Ein verbitterter Mitarbeiter klagt, dass Chodorkowski, obwohl er sich, Teile seines Vermögens und auch Jobs für Mitarbeiter ins Ausland hätte retten können, sich verhaften ließ. Eine Art rücksichtloser Märtyrer also. Joschka Fischer berichtet, wie euphorisch Putin war, als er mit einem Trick den Yukos-Konzern zerschlagen ließ. Und im großen Finale sieht man staunend, wie Tuschi Chodorkowski während des Prozesses interviewt. Der Angeklagte wirkt in seinem Glaskasten gelassen selbstbewusst und sagt: "Ich war vielleicht etwas naiv."
Autoritärer Typ
So schält sich Schicht für Schicht heraus, was passiert ist: In den 90ern war Chodorkowski ein rabiater Oligarch, der mit Korruption nach oben kam. Doch um die Jahrtausendwende versuchte er den Konzern Yukos zu zivilisieren und Mindeststandards an Transparenz einzuführen. Mit seinem plötzlich erwachten politischen Sendungsbewusstsein kam er Putin in die Quere, der von mehr Marktwirtschaft nichts und von einer vitalen Zivilgesellschaft schon gar nichts hielt. Chodorkowski war, so ein Weggefährte, "Teil eines Systems, dessen Opfer er wurde".
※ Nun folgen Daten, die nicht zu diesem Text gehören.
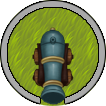
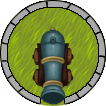
Layer changes from the first (106, 106) image to the second:
added layer "Camada 14" above "Camada 10" over (0, 1, 106, 99)

Ein Rätsel bleibt der Held selbst, den sein Sohn einen "autoritären Typ" nennt. Warum ließ er sich verhaften, obwohl er wusste, was auf ihn zukommen würde? Warum wandelt er sich überhaupt vom rücksichtlosen Macher zum (gegenüber Familie und Mitarbeitern nicht weniger rücksichtlosen) Überzeugungstäter?
Mag sein, dass Chodorkowskis jüdische Herkunft und die Ahnung, nie hundertprozentig Teil der russischen Machtelite zu sein, einen distanzierten Blick auf sich selbst ermöglichten. Das Bild, das Tuschi entwirft, ist nicht scharf, etwas bleibt verschwommen. Im Gedächtnis haften bleibt der irritierend uneindeutige Blick der Comicfigur Chodorkowski im Moment der Verhaftung: ängstlich und ruhig zugleich.